Because of the low number of specimens, the drill-hole sites in the epifaunal and semi-infaunal species of the Tragophylloceras ibex Zone cannot be quantitatively analyzed. The drill holes in Modiolus are located in the mid-part of the shell, either near the anteroposterior ridge (Fig. 1B,D,E) or slightly above that ridge (Fig. 1E). In Gervillia?, they are positioned near the anteroventral ridge in the region of the umbo. With respect to the semi-infaunal life habit of Modiolus (Stanley 1970) and the epifaunal to semi-infaunal life habit of Gervillia? (Muster 1995; Ros Franch et al. 2014), the drill-hole sites are close to the substrate, suggesting that the predator might have attacked the prey from within the sediment. The drill holes in the Modiolus specimens are located in the central part of the shells. This region might be preferred because the most nutritious organs are located in that region (e.g., Hughes and Dunkin 1984). The drilled site in Gervillia? is near the umbo, which represents the most inflated part of the shell and might yield a large portion of the soft tissue, but it is also a relatively thick shell region, which would increase the drilling time and the energy spent for drilling. Unlike the targeted infaunal taxa with slow motility (Gresslya, Pleuromya, Pholadomya; Ros Franch et al. 2014), these byssate taxa (Modiolus, Gervillia?) might have been easier to prey on because they were not motile. However, longer drilling time (due to drilling a thicker shell) and being partially exposed in the substrate (when preying on semi-infaunal taxa) might expose the epifaunal driller to danger from epifaunal predators or impose a greater energy cost if disturbed during drilling (see further discussion below).

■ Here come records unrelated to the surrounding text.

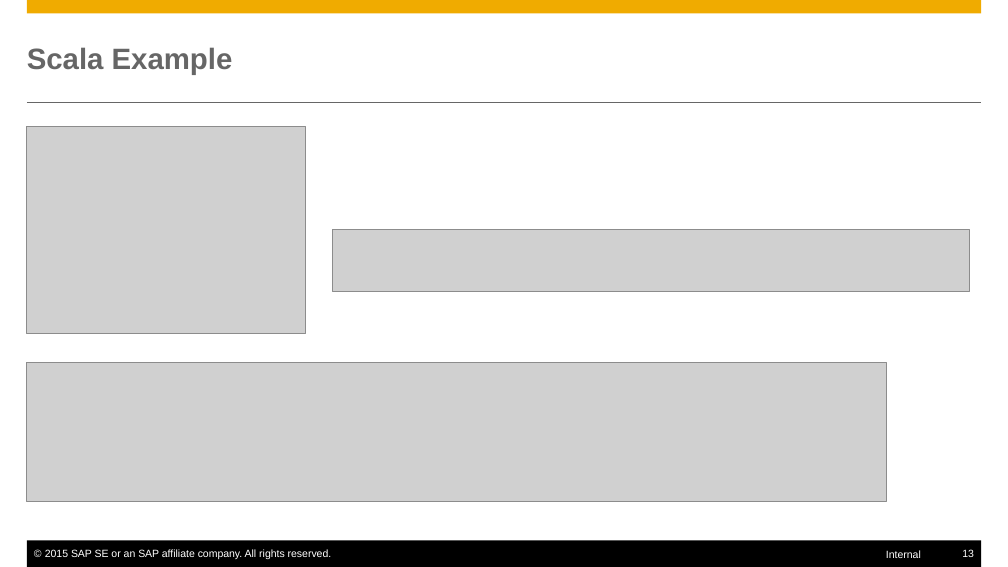
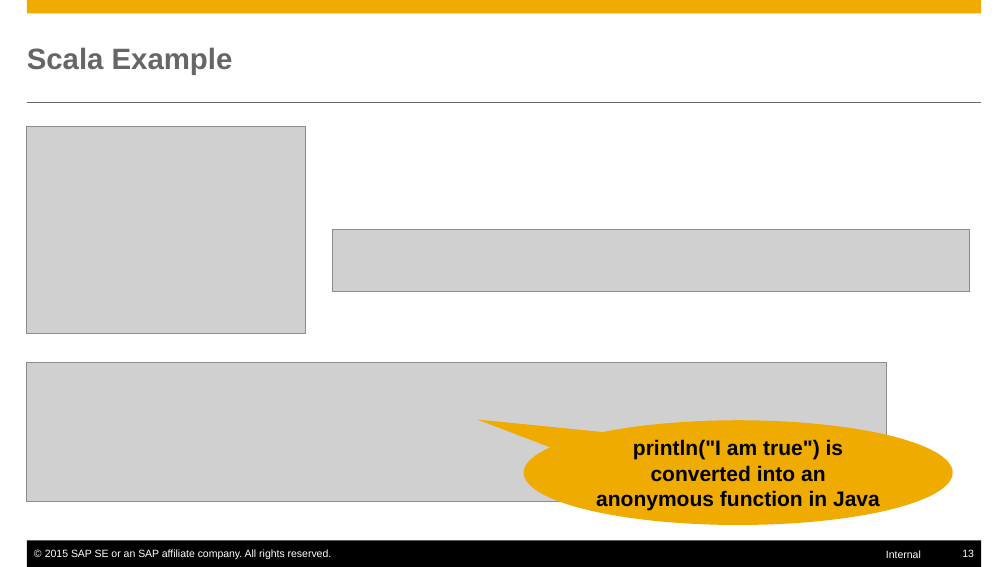
Before and after one commit to mxpang/jerryslide, a slide deck: slide 13 of training/ProgrammingLanguage/001_closure.pptx. Drawn at 1008x567 pixels with LibreOffice and Linux fonts; fonts in the diff are those of the drawing; grey boxes stand for pictures. Boxes give left, top, right and bottom in pixels: in the first picture for what was removed or moved away, otherwise in the second. Text is boxed around its words. In the diff, an @@ line names an element or a change of style, - is before the commit and + after.

```diff
--- a/training/ProgrammingLanguage/001_closure.pptx
+++ b/training/ProgrammingLanguage/001_closure.pptx
@@ speech bubble added at [524, 420, 953, 525], fill #F0AB00, 20 pt, text #000000, bold @@
+println("I am true") is converted into an anonymous function in Java
```
Also in this commit, not shown: 2 other slides changed, 8 slides added, 4 other files.

Concerning the infaunal species Gresslya intermedia from the upper Pliensbachian (Amaltheus margaritatus Zone and Pleuroceras spinatum Zone), SPPAT shows a concentration of drill holes on the central shell region. In contrast with a previous study of predation by naticid gastropods on bivalve prey (Rojas et al. 2015, 2020), distance-based statistics do not support segregated patterns. The central shell region in Gresslya represents the region with more inflation and also the region where most soft tissues (gonads, stomach) were probably located, while the posterior region was mostly filled with the siphon. The Recent muricid species Nucella lapillus drills on sites where more nutritious and more easily digestible parts are located, instead of a site where it can drill faster (Hughes and Dunkin 1984). The energy gain per unit time is also important for prey selection in muricids (Averbuj et al. 2021). The muricid N. lapillus can reach all soft tissues with its proboscis irrespective of where it drills (Hughes and Dunkin 1984), but it is not clear if the Amaltheenton predator had such a long proboscis and could reach all soft body parts (see also discussion below). Naticids also show site selection and drill in the umbonal or central shell regions of the bivalve prey (Harper and Kelley 2012). However, the location of drill holes might also be related to the anatomy of naticids (Calvet 1992). Taking these examples from the Recent into account, the site selectivity of the Amaltheenton predator on infaunal bivalves was likely related to energy gain per unit time. The degree to which the soft anatomy of the predator played a role in site selectivity is not known.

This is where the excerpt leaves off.